Klezmephonic, Ann Arbor’s premier klezmer band, will play during KindleFest at Kerrytown December 2. The music that for centuries was the soundtrack of the celebrations of Eastern European Jews will resound at an American version of a traditional German pre-Christmas festival, held in the Irish-named shopping district of our Midwestern city. Perfect, right? Completely fitting, in fact, because European klezmer music grew out of and encompassed a great variety of regional liturgical, folk, and ethnic styles of music. Further, what we now recognize as klezmer is what resulted when music that Eastern European immigrants brought to the U.S. in the late nineteenth and early twentieth centuries interbred with American ragtime, pop, Broadway, and jazz.

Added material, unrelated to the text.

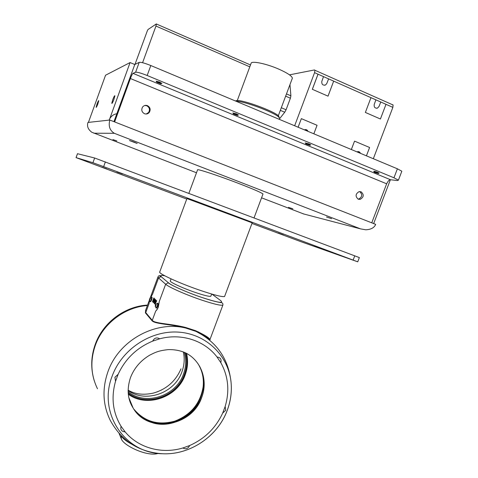 <?xml version="1.0" encoding="UTF-8"?>
<svg xmlns="http://www.w3.org/2000/svg" width="478" height="478" viewBox="0 0 478 478"><rect width="100%" height="100%" fill="white"/><g stroke="black" fill="none" stroke-linecap="round" stroke-linejoin="round"><path stroke-width="0.72" d="M237.279 100.559L251.046 63.478C250.848 60.449 266.36 63.574 279.212 69.316C287.511 73.068 291.897 76.008 292.381 78.141L292.13 78.798M142.581 62.708L155.959 26.069L156.354 23.924L148.061 29.487L147.487 30.395L134.975 64.416M96.986 104.12L96.114 107.293C96.311 107.58 96.903 106.439 97.882 103.869L98.755 100.703C98.558 100.404 97.966 101.545 96.986 104.12M112.73 99.735L111.774 103.284C112.001 103.816 112.718 102.525 113.931 99.4L114.887 95.851C114.66 95.307 113.943 96.604 112.73 99.735M134.013 142.056L129.472 140.544L137.174 143.472L134.013 142.056M292.847 208.814L288.479 207.362L292.847 208.814M331.63 218.685L326.516 217.018L331.63 218.685M116.817 140.914L112.898 139.588L116.817 140.914M159.252 82.646C161.092 83.453 161.606 83.829 160.781 83.775L156.718 82.18C156.21 81.666 157.053 81.822 159.252 82.646M161.946 83.423L159.544 82.061L161.94 83.435M236.054 114.421C237.572 115.073 238.044 115.401 237.47 115.419L233.455 113.955C232.852 113.406 233.718 113.561 236.054 114.421M236.389 113.872L238.456 115.019L236.389 113.872L232.828 112.945L236.389 113.872M308.579 144.428L309.869 145.282L305.86 143.92C305.227 143.37 306.129 143.537 308.579 144.428M310.724 144.912L308.955 143.914L310.718 144.858L310.025 145.21M377.238 172.827L378.313 173.532L374.298 172.235C373.688 171.698 374.668 171.895 377.238 172.827M379.09 173.173L377.668 172.355C375.206 171.423 373.868 171.088 373.665 171.351C373.868 171.088 375.206 171.423 377.668 172.355L379.066 173.096L378.397 173.496M358.255 199.195C355.13 196.404 355.417 193.883 359.109 191.636L361.069 191.792C364.206 194.642 363.889 197.163 360.131 199.368L358.255 199.195M146.19 114.015L148.574 112.533C150.164 109.689 149.566 107.431 146.77 105.758L144.84 105.477M144.493 113.722C141.745 112.115 141.106 109.898 142.558 107.06C143.866 105.465 145.497 104.987 147.451 105.638C150.259 107.323 150.857 109.587 149.261 112.438C147.953 113.919 146.364 114.35 144.493 113.722M196.488 172.755L91.836 132.257C88.083 129.514 86.793 126.24 87.946 122.452L88.424 122.398L105.56 75.219L130.082 62.558L109.761 118.687C111.368 115.933 113.728 114.284 116.829 113.728L116.841 113.722C113.734 114.278 111.38 115.933 109.773 118.681L109.121 120.115L109.826 120.038C108.267 126.078 109.773 130.5 114.344 133.302L360.561 228.878L365.76 229.793C370.982 229.548 374.286 227.743 375.678 224.367L371.747 222.826L386.642 183.797L130.452 78.553L129.843 78.798L114.182 121.747M188.87 193.321L197.551 169.887C196.339 168.387 218.315 175.587 238.898 183.534C253.191 189.073 261.227 192.55 263.008 193.966L262.9 194.241M252.187 222.85L186.928 198.567L159.766 271.892C157.537 273.159 178.431 282.868 199.171 290.003C213.6 294.914 222.067 297.089 224.576 296.527L224.785 295.966M210.941 295.93L210.822 296.252C209.4 296.689 204.429 295.488 195.914 292.65C182.763 288.234 168.722 281.703 170.341 280.849L171.076 278.877M158.355 306.936C157.459 309.117 156.593 310.461 155.75 310.957C156.533 310.437 157.346 309.081 158.188 306.882L159.299 301.397L158.355 306.936M156.049 308.041L156.467 308.107C157.668 306.553 158.164 304.958 157.961 303.333L157.812 303.279M155.248 306.368L156.157 308.005L157.579 305.179L157.393 303.219M150.158 301.672L150.564 301.738C151.705 300.232 152.189 298.696 152.01 297.143L151.879 297.095M149.399 300.065L150.259 301.636L151.622 298.917L151.49 297.023M208.701 339.004C212.77 340.91 208.551 338.382 196.046 331.421L185.87 328.087C170.748 324.03 154.687 324.15 151.932 320.63L145.402 312.863L145.718 310.019M155.332 305.478L155.236 306.004C155.326 306.792 155.625 306.47 156.133 305.048L155.894 304.211L155.332 305.478M150.235 298.792L150.044 297.955L149.387 299.766C149.483 300.453 149.769 300.124 150.235 298.792L151.622 298.917M152.691 341.113C136.851 347.715 125.32 358.799 118.102 374.358L114.917 377.262L115.533 381.295C110.956 397.612 112.796 412.61 121.053 426.274L125.117 431.855C138.489 448.065 161.952 454.345 182.865 447.982L189.635 445.544C204.757 438.78 215.769 427.971 222.67 413.106L225.174 406.455C229.769 390.873 228.311 376.27 220.8 362.641L217.03 357.006C204.59 340.551 181.419 332.909 159.718 338.8C156.706 337.133 154.364 337.91 152.691 341.113L159.718 338.8M133.105 407.991C127.602 399.399 126.712 389.307 130.434 377.722C134.151 368.096 140.61 360.561 149.811 355.106C155.535 352.25 158.487 350.673 168.304 349.615C174.829 349.478 180.744 350.643 186.038 353.111C201.477 361.069 208.253 380.721 201.704 397.427C192.186 426.651 147.827 434.12 133.105 407.991L128.887 397.78M128.134 391.709C145.593 406.139 176.029 396.154 183.45 374.137C186.115 366.823 186.408 359.558 184.335 352.328M185.386 352.8C187.34 360.036 186.994 367.295 184.335 374.579C176.8 396.877 146.149 407.202 128.194 392.904M128.283 393.944C146.728 407.961 177.416 397.284 185.034 374.794C187.663 367.612 188.087 360.436 186.306 353.254M128.313 394.231C146.913 408.116 177.571 397.326 185.207 374.8C187.818 367.672 188.266 360.537 186.557 353.391M204.094 386.684L204.028 387.305C202.086 410.877 175.516 429.638 152.918 422.928M135.388 411.247C146.459 422.845 160.058 426.173 176.173 421.232C191.732 414.725 200.838 403.366 203.491 387.156C204.273 379.628 202.953 372.619 199.523 366.124M198.113 363.883C202.319 370.809 203.998 378.433 203.15 386.744C200.372 403.39 190.925 414.856 174.799 421.142C158.116 425.689 144.452 421.668 133.81 409.084M106.713 168.895L101.933 167.145L106.713 168.895M122.488 173.95L116.955 171.925L122.488 173.95M320.834 248.196L314.614 245.931L320.834 248.196M283.305 234.943L277.981 232.995L283.305 234.943M186.749 199.057L76.05 157.609L77.472 153.701L94.644 158.003L359.354 257.588M76.05 157.609L92.929 162.723L103.642 166.643L357.741 261.819L300.112 241.396L251.96 223.447M150.164 298.828L149.494 299.891L149.925 298.278L150.229 298.105L150.164 298.828M149.972 299.306L149.56 299.168M153.671 299.168L153.856 300.387L153.408 300.967L153.115 300.674L153.671 299.168L154.095 299.616L153.492 300.997M156.091 304.611L155.786 304.51L156.115 304.337L156.055 305.089L155.356 306.189L155.786 304.51M155.852 305.585L155.41 305.436M154.412 303.614L154.525 302.843L154.28 303.47M154.974 299.097L153.534 302.735L154.723 300.268L154.986 300.62L154.442 302.819M154.723 300.268L155.069 300.644L154.525 302.843M155.021 304.259L156.694 300.871L155.888 300.041L154.806 304.086M156.007 301.6L156.324 301.875M155.953 300.106L154.884 304.116M153.121 302.233L152.852 302.006L153.115 302.287L154.077 300.531L154.298 298.397L153.856 297.943L152.494 301.624L152.852 302.006M153.922 298.009L152.494 301.624M152.733 301.702L152.93 302.03M162.628 453.753C190.089 455.158 217.843 436.223 227.277 410.267C230.731 401.024 231.985 391.637 231.041 382.107L231.041 382.071C228.376 355.644 206.317 333.985 178.676 332.138C151.084 330.131 122.105 348.958 112.234 375.923C97.476 412.843 125.021 453.52 162.592 453.747L162.628 453.753C139.002 452.212 121.508 441.015 110.149 420.15C102.764 404.806 102.053 388.602 108.004 371.543C118.891 340.3 155.493 320.32 185.87 328.087L185.96 327.567L195.717 330.74L196.04 331.415M195.717 330.74C204.447 334.815 209.203 337.743 209.973 339.511L209.973 339.511C211.151 340.814 205.928 335.281 196.046 331.421M151.932 320.63L152.273 320.338C154.854 323.773 171.238 323.606 185.96 327.567M154.203 303.446L154.627 303.076C155.344 301.23 155.571 300.017 155.296 299.425L154.908 299.025L153.534 302.735M149.399 300.082L145.527 310.527L145.73 312.582L149.064 303.59L149.483 300.525M150.486 297.531L152.464 294.418L158.559 277.963L157.991 276.882C158.863 275.286 159.873 275.179 161.026 276.565L168.489 282.839C171.357 285.521 187.651 292.679 202.063 297.519C217.825 302.628 224.027 303.644 220.663 300.572L211.945 294.119M109.826 120.038L114.636 121.926L130.386 78.529C131.498 75.596 132.37 73.869 132.992 73.355L135.615 72.232C137.294 72.011 141.141 73.098 147.164 75.494L393.962 177.798L398.425 180.152L397.308 180.553L390.55 179.752C389.11 179.859 387.825 181.216 386.696 183.821L386.636 183.815M113.949 121.657L134.778 64.512L139.218 62.355C140.92 62.062 144.786 63.12 150.809 65.534L397.397 168.806L401.843 171.22L401.657 171.692M130.082 62.558L134.778 64.512M373.659 223.573L390.383 179.746M358.159 199.153L358.637 199.093C362.378 196.918 362.694 194.409 359.599 191.564M129.843 78.798L130.386 78.529M303.781 213.995L261.562 197.826M305.215 142.982L308.955 143.914L305.209 142.928M159.544 82.061L156.145 81.158L159.544 82.061M114.117 121.723L129.777 78.768M392.492 104.616L393.089 104.987L392.862 107.365L373.33 158.726M156.593 81.869L156.145 81.158M294.645 125.774L314.566 72.656L323.51 76.617L321.837 81.314C321.557 84.355 322.787 85.574 325.53 84.97L326.797 83.501L328.607 78.882L326.785 83.501L325.518 84.97L324.598 85.275M380.769 102.005L378.988 106.522L377.459 108.106C374.955 108.422 373.88 107.192 374.232 104.425L375.893 99.836L380.769 102.005L378.976 106.522L377.447 108.106L376.658 108.285M371.006 97.667L370.695 98.492L371.006 97.667L375.893 99.836M328.619 78.882L333.674 81.123L328.033 96.156L312.325 89.302L317.995 74.18M365.371 112.444L370.659 98.48L365.371 112.444L380.428 119.01L386.003 104.323L392.862 107.365M351.33 149.512L354.545 141.13L369.608 147.499L366.435 155.84M358.207 151.598L360.46 153.336C359.856 151.932 358.829 151.389 357.395 151.717L356.988 151.885M305.466 129.568L308.005 131.366C307.258 129.783 306.081 129.263 304.48 129.807L304.384 129.855M313.843 133.816L317.051 125.278L301.349 118.64L298.093 127.22M317.051 125.278L313.855 133.822M314.566 72.656L314.93 70.26L314.464 69.949L289.483 74.849M279.654 118.652L284.745 112.228L286.083 109.755L290.403 98.205L290.887 95.815L289.967 84.594M301.349 118.64L298.129 127.232M366.423 155.834L369.596 147.487M354.545 141.13L351.36 149.53M318.031 74.192L312.361 89.314L328.033 96.156M333.357 81.959L328.016 96.144M365.407 112.455L380.416 118.998L386.003 104.323M380.787 102.005L385.991 104.312M236.281 101.33C243.356 100.858 274.037 112.246 278.74 117.086L279.678 118.347L279.475 118.891M235.445 100.983L236.407 100.607C241.707 99.287 273.733 110.902 278.56 115.915L279.301 117.666M155.959 26.069L249.797 66.83M109.109 120.115L88.424 122.398M93.867 133.213L114.344 133.302M168.489 282.839L161.026 276.565L158.559 277.963L165.663 284.237L168.232 282.773C170.24 284.888 187.083 292.56 202.086 297.537C209.484 299.987 215.106 301.564 218.96 302.275L221.667 302.717C222.694 303.016 223.095 303.811 222.868 305.113C220.728 305.717 213.72 304.056 201.836 300.124C186.265 294.914 168.692 287.147 165.663 284.237L159.299 301.397M97.482 388.763C90.796 374.937 90.103 360.394 95.409 345.146C103.14 323.481 124.806 307.121 147.385 305.514M198.537 331.941L199.081 332.939M217.03 357.006C220.424 357.401 221.684 359.277 220.8 362.641M225.174 406.455L225.676 410.309L222.67 413.106M118.102 374.358L115.533 381.295M183.331 351.928C184.819 358.578 184.347 365.204 181.933 371.812C174.709 393.089 145.904 403.42 128.116 390.592M105.375 161.893L103.642 166.643M354.778 255.766L353.14 260.068M77.502 153.707L76.08 157.621M94.644 158.003L92.929 162.723M158.14 453.437C147.23 456.998 123.342 445.508 121.346 438.894L121.161 435.673M121.293 435.811C122.595 438.326 125.977 441.08 131.438 444.056M128.122 390.144C134.898 394.231 143.233 395.24 153.121 393.161C166.296 389.427 175.587 381.325 181.001 368.849M189.635 445.544C188.057 448.717 185.799 449.529 182.865 447.982M121.053 426.274C120.241 429.758 121.597 431.622 125.117 431.855M155.75 310.957L152.273 320.338L145.73 312.582L145.402 312.863M159.867 276.654L161.564 276.882M164.808 275.812C161.044 275.071 159.861 275.34 161.271 276.631M390.55 179.752L132.992 73.355M135.615 72.232L139.218 62.355M147.164 75.494L150.809 65.534M393.962 177.798L397.397 168.806M323.51 76.623L328.607 78.882M333.668 81.129L370.994 97.673M371.747 222.826L114.636 121.926M360.561 228.878L302.944 213.774M145.671 105.339L146.322 105.608M290.403 98.205L285.641 96.162M290.887 95.815L286.477 93.915M284.745 112.228L280.329 110.358M286.083 109.755L281.315 107.729M161.116 83.608L161.421 83.453M237.715 115.294L238.122 115.096M152.01 297.143L151.711 297.041M151.61 296.993L150.044 297.955M231.041 382.107C228.478 358.841 216.767 341.931 195.914 331.374M147.553 305.072C124.71 306.308 103.123 322.429 95.307 344.208M231.041 382.071C231.961 391.655 230.689 401.078 227.217 410.339C217.735 436.271 190.095 455.14 162.592 453.747M359.372 257.552L357.741 261.819M121.113 438.338L119.076 433.438M156.999 391.972L161.869 389.845M94.262 380.799C90.581 368.622 90.928 356.433 95.295 344.238M157.531 303.177L155.906 304.193M157.961 303.333L157.65 303.225M222.868 305.113L209.973 339.511M157.925 277.067L150.277 297.71M210.822 296.252L211.652 294.03M252.199 222.802L224.576 296.527M263.008 193.966L254.057 217.854M149.261 112.438L148.574 112.533M360.131 199.368L358.637 199.093M398.425 180.152L401.843 171.22M233.324 113.615L233.198 113.304M314.93 70.26L393.089 104.987M250.49 64.96L156.491 24.049M279.301 119.351L279.678 118.347M278.56 115.915L278.74 117.086M236.096 100.661L235.624 101.055M292.381 78.141L278.327 115.712"/></g></svg>

Because klezmer music embodies such diverse styles, it demands great breadth and depth of training and experience. In that respect, the founding members of Klezmephonic–violinist Henrik Karapetyan, clarinetist and accordionist Will Cicola, and bassist Dave Sharp–are prototypical klezmer musicians. Between them they have many years of familiarity with classical, gypsy, folk, jazz, and many of the other musical threads that merge into klezmer. They also have the flash and virtuosity that is the hallmark of any really good klezmer band.

Karapetyan produces a gorgeous classical tone but is also at home with all the ear-popping, jaw-dropping tricks and techniques of Gypsy masters; his violin sings the haunting, melancholy melodies of the doinas (folk songs of the Romanian peasants) and races thrillingly through rapid-fire Bulgar dances. On the traditional Yiddish tune “Tumbalalaika” his tremolo pizzicato effectively transforms his violin into a Russian balalaika. Clarinetist Cicola combines equally impeccable mastery of his instrument and a similar comfort with the unique ornamentations that distinguish the klezmer sound–trills, note bends, and krekhts (which make the clarinet sound like it’s laughing). The two use the similar yet distinct sonorities of their instruments to blend seamlessly whether they play in unison or in harmony, or when they swirl around each other’s notes like improvising Dixieland players. Bassist Sharp, with his strong jazz and world music credentials, provides the harmonic underpinning and makes the rhythms swing and sway with a driving yet non-metronomic flexibility so essential to this music.

Klezmephonic is more than adept on renditions of traditional Yiddish melodies and on the tunes of early American klezmer masters Dave Tarras and Naftule Brandwein. But they also reach into the repertoire of swing with pieces like “Utt Da Zay,” originally recorded by Cab Calloway, and works by contemporary klezmer composers, such as Adrianne Greenbaum’s beautiful waltz, “Dobriden.”

Carolyn Koebel on hand percussion and Drew Howard on guitar join the core trio at KindleFest. Klezmephonic is also at the Old Town December 28.